- Genre: Documentary
- Presented by: Ellie Harrison and Dean Lomax
- Narrated by: Ellie Harrison
- Composers: Nainita Desai and Malcolm Laws
- Country of origin: United Kingdom
- Original language: English
- No. of series: 1
- No. of episodes: 2

Production
- Executive producer: Dan Goldsack
- Producer: Caroline Lee
- Cinematography: Tom Pridham
- Running time: 45-46 minutes
- Production company: Maverick Television

Original release
- Network: ITV
- Release: 31 August – 1 September 2015

= Dinosaur Britain =

Dinosaur Britain is a two-part British documentary on ITV telling the story of many of the dinosaurs that once roamed Great Britain, revealing how they hunted, what they ate and how they died from the evidence revealed from their bones.

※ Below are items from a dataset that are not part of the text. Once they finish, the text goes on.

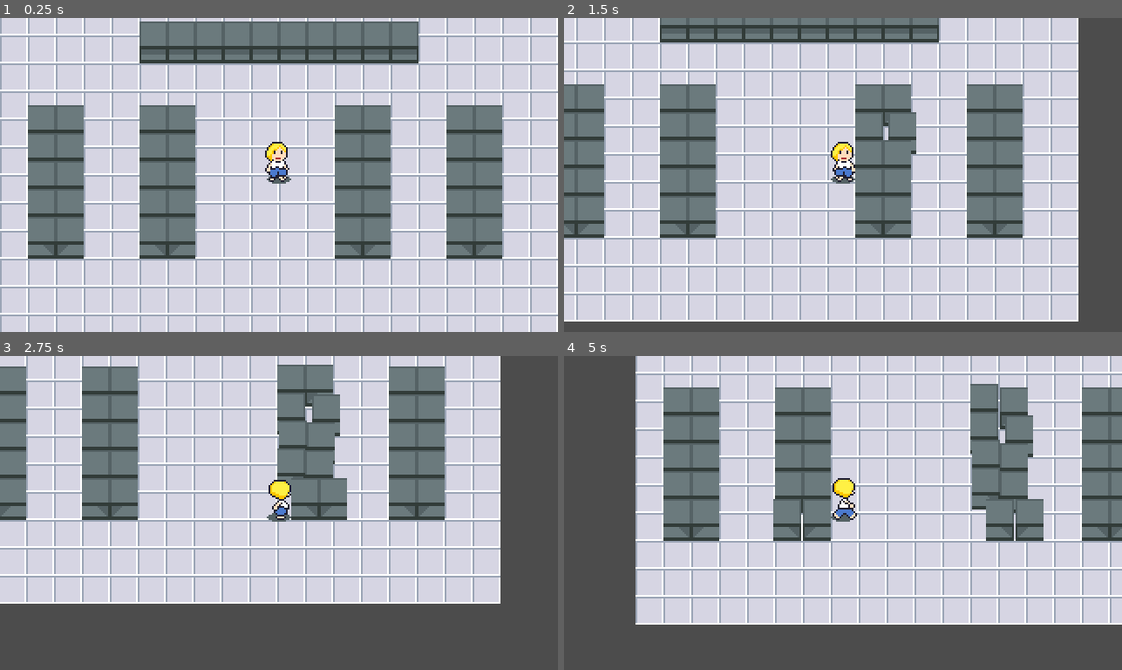
Above: before the commit, frames 1-4 (two rows, left to right).
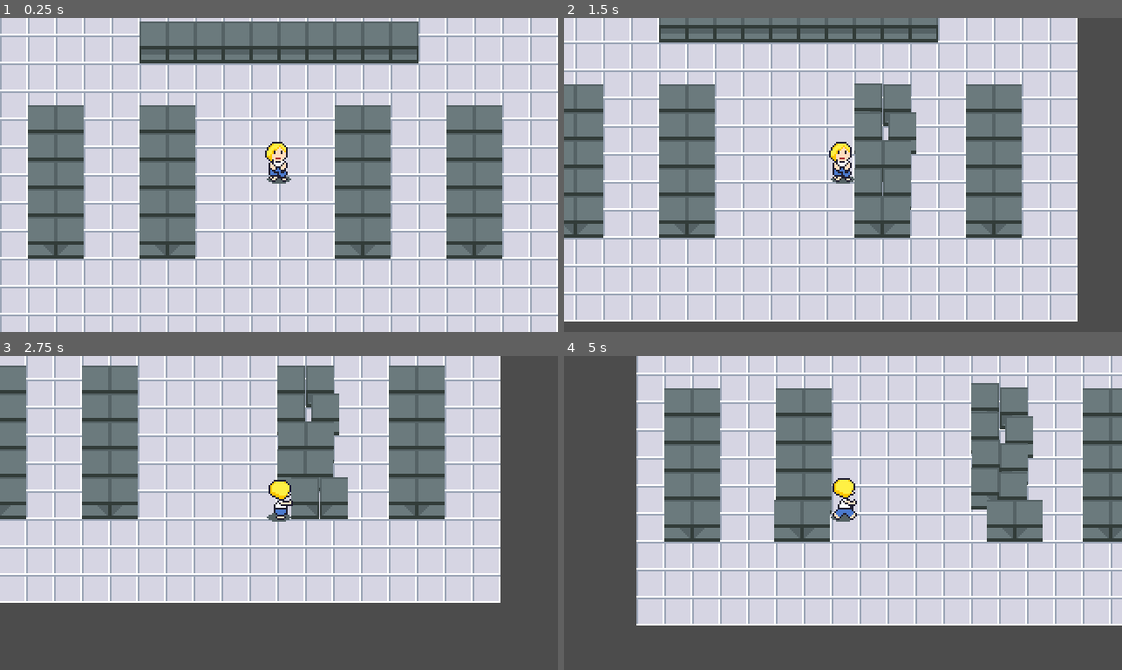
Above: after the commit, the same moments.

Repository: martindzejky/the-last-toilet-paper
Game: Godot game, scene res://scenes/main.tscn
Two runs of this game, one before a commit and one after it. Both use one fixed random seed, a clock stepped at 60 frames per second and the inputs below.
Inputs:
- Up to frame 1 (0.25 s): no input
- Up to frame 2 (1.5 s): tap Enter at 0.5 s; hold D (move_right) 0.53-1.28 s; hold S (move_down) from 1.28 s (still down)
- Up to frame 3 (2.75 s): release S (move_down) at 2.03 s; hold D (move_right) from 2.03 s (still down)
- Up to frame 4 (5 s): release D (move_right) at 2.78 s; hold W (move_up) 2.78-3.53 s; hold A (move_left) from 3.53 s (still down)

The runs differ from the first frame. In frame 1, 0.1% of the frame differs, in the area x 47-52%, y 45-53%; in frame 2, 6.3%; in frame 3, 6.0%; in frame 4, 11%, in the area x 12-100%, y 0-86%.

Commit message:
push animations

Diff:
--- a/animation/karen.tres
+++ b/animation/karen.tres
@@ -11,14 +11,6 @@
 atlas = ExtResource( 1 )
 region = Rect2( 80, 0, 16, 24 )
 
-[sub_resource type="AtlasTexture" id=3]
-atlas = ExtResource( 2 )
-region = Rect2( 32, 48, 16, 24 )
-
-[sub_resource type="AtlasTexture" id=4]
-atlas = ExtResource( 2 )
-region = Rect2( 48, 48, 16, 24 )
-
 [sub_resource type="AtlasTexture" id=5]
 atlas = ExtResource( 2 )
 region = Rect2( 64, 24, 16, 24 )
@@ -26,14 +18,6 @@
 [sub_resource type="AtlasTexture" id=6]
 atlas = ExtResource( 2 )
 region = Rect2( 80, 24, 16, 24 )
-
-[sub_resource type="AtlasTexture" id=7]
-atlas = ExtResource( 2 )
-region = Rect2( 0, 48, 16, 24 )
-
-[sub_resource type="AtlasTexture" id=8]
-atlas = ExtResource( 2 )
-region = Rect2( 16, 48, 16, 24 )
 
 [sub_resource type="AtlasTexture" id=9]
 atlas = ExtResource( 2 )
@@ -75,6 +59,22 @@
 atlas = ExtResource( 1 )
 region = Rect2( 48, 0, 16, 24 )
 
+[sub_resource type="AtlasTexture" id=3]
+atlas = ExtResource( 2 )
+region = Rect2( 32, 48, 16, 24 )
+
+[sub_resource type="AtlasTexture" id=4]
+atlas = ExtResource( 2 )
+region = Rect2( 48, 48, 16, 24 )
+
+[sub_resource type="AtlasTexture" id=7]
+atlas = ExtResource( 2 )
+region = Rect2( 0, 48, 16, 24 )
+
+[sub_resource type="AtlasTexture" id=8]
+atlas = ExtResource( 2 )
+region = Rect2( 16, 48, 16, 24 )
+
 [resource]
 animations = [ {
 "frames": [ SubResource( 1 ), SubResource( 2 ) ],
@@ -82,19 +82,9 @@
 "name": "search",
 "speed": 5.0
 }, {
-"frames": [ SubResource( 3 ), SubResource( 4 ) ],
-"loop": true,
-"name": "push_top",
-"speed": 5.0
-}, {
 "frames": [ SubResource( 5 ), SubResource( 6 ) ],
 "loop": true,
 "name": "push_right",
-"speed": 5.0
-}, {
-"frames": [ SubResource( 7 ), SubResource( 8 ) ],
-"loop": true,
-"name": "push_bottom",
 "speed": 5.0
 }, {
 "frames": [ SubResource( 9 ), SubResource( 10 ) ],
@@ -121,4 +111,14 @@
 "loop": true,
 "name": "run_left",
 "speed": 5.0
+}, {
+"frames": [ SubResource( 3 ), SubResource( 4 ) ],
+"loop": true,
+"name": "push_up",
+"speed": 5.0
+}, {
+"frames": [ SubResource( 7 ), SubResource( 8 ) ],
+"loop": true,
+"name": "push_down",
+"speed": 5.0
 } ]
--- a/objects/player.tscn
+++ b/objects/player.tscn
@@ -26,8 +26,7 @@
 [node name="sprite" type="AnimatedSprite" parent="."]
 position = Vector2( 0, -8 )
 frames = ExtResource( 3 )
-animation = "run_down"
-frame = 1
+animation = "push_down"
 script = ExtResource( 1 )
 
 [node name="shadow" type="Sprite" parent="."]
--- a/project.godot
+++ b/project.godot
@@ -31,7 +31,7 @@
 window/size/height=180
 window/size/test_width=1280
 window/size/test_height=720
-window/stretch/mode="viewport"
+window/stretch/mode="2d"
 window/stretch/aspect="expand"
 
 [importer_defaults]
--- a/scripts/base/kinematic_body_with_velocity.gd
+++ b/scripts/base/kinematic_body_with_velocity.gd
@@ -5,10 +5,12 @@
 # Also handles pushing things.
 
 export var canBePushed = false
+var wasPushingLastFrame = false
 var velocity = Vector2.ZERO
 
 
 func _physics_process(delta):
+    wasPushingLastFrame = false
     moveAndPush(self, velocity * delta)
     velocity = Vector2.ZERO
 
@@ -28,6 +30,8 @@
         # exit early if the other object cannot be pushed
         if !('canBePushed' in collider) or !collider.canBePushed:
             return
+
+        body.wasPushingLastFrame = true
 
         var dir = Vector2.ZERO
         var dirFromBodyToCollider = collider.global_position - global_position
--- a/scripts/walking.gd
+++ b/scripts/walking.gd
@@ -1,15 +1,21 @@
 extends AnimatedSprite
 
 var previousPosition = Vector2.ZERO
+var body
 
 func _ready():
-    previousPosition = global_position
+    body = get_parent()
+    previousPosition = body.global_position
 
 
 func _process(_delta):
-    var positionDelta = global_position - previousPosition
+    # are we running or pushing?
+    var pushing = 'wasPushingLastFrame' in body and body.wasPushingLastFrame
+    var animName = 'push' if pushing else 'run'
 
-    if positionDelta.length() < 0.001:
+    var positionDelta = body.global_position - previousPosition
+
+    if positionDelta.length() < 0.0001:
         playing = false
         return
 
@@ -17,18 +23,21 @@
 
     # get the vector's angle (in RADIANS!) and use it to set the correct animation
     var angle = positionDelta.angle() + 2*PI
+    var animation
 
     # the + 0.1 is there to better handle "perfect" diagonal movement
     if angle < PI*5/4 + 0.05:
-        play('run_left')
+        animation = (animName+'_left')
     elif angle < PI*7/4 + 0.05:
-        play('run_up')
+        animation = (animName+'_up')
     elif angle < PI*9/4 + 0.05:
-        play('run_right')
+        animation = (animName+'_right')
     elif angle < PI*11/4 + 0.05:
-        play('run_down')
+        animation = (animName+'_down')
     else:
-        play('run_left')
+        animation = (animName+'_left')
+
+    play(animation)
 
     # update the previous position
-    previousPosition = global_position
+    previousPosition = body.global_position

Presenter Ellie Harrison teams up with young paleontologist Dean Lomax in order to depict different species of dinosaurs set to the backdrop of modern Britain.

== Episodes ==

| No. | Title | Produced and directed by | Original release date |
| 1 | "Episode 1" | Gareth Johnson | 31 August 2015 |
This episode features Baryonyx depicted wandering the halls of the British Natural History Museum before going fishing in the Thames, along with the first dinosaur to be named, Megalosaurus, as it rampages through the streets of Oxford. It then depicts the large herbivorous Iguanodon feeding among the anchronistic statues of itself at Crystal Palace, and Nuthetes, a relative of the famous Velociraptor, hunting and causing mischief in and around Stonehenge, as well as the armoured Scelidosaurus.
| 2 | "Episode 2" | Gareth Johnson | 1 September 2015 |
In this episode, the duo travels to the Isle of Skye and the Isle of Wight to meet Cetiosaurus and Echinodon. They meet paleontologist Darren Naish, who shows evidence for a fight between two dinosaurs, Mantellisaurus and Neovenator, and they meet Proceratosaurus, an ancestor to T. rex, as well as Dacentrurus. The episode concludes with a recent discovery that has yet to be named (now called Dracoraptor).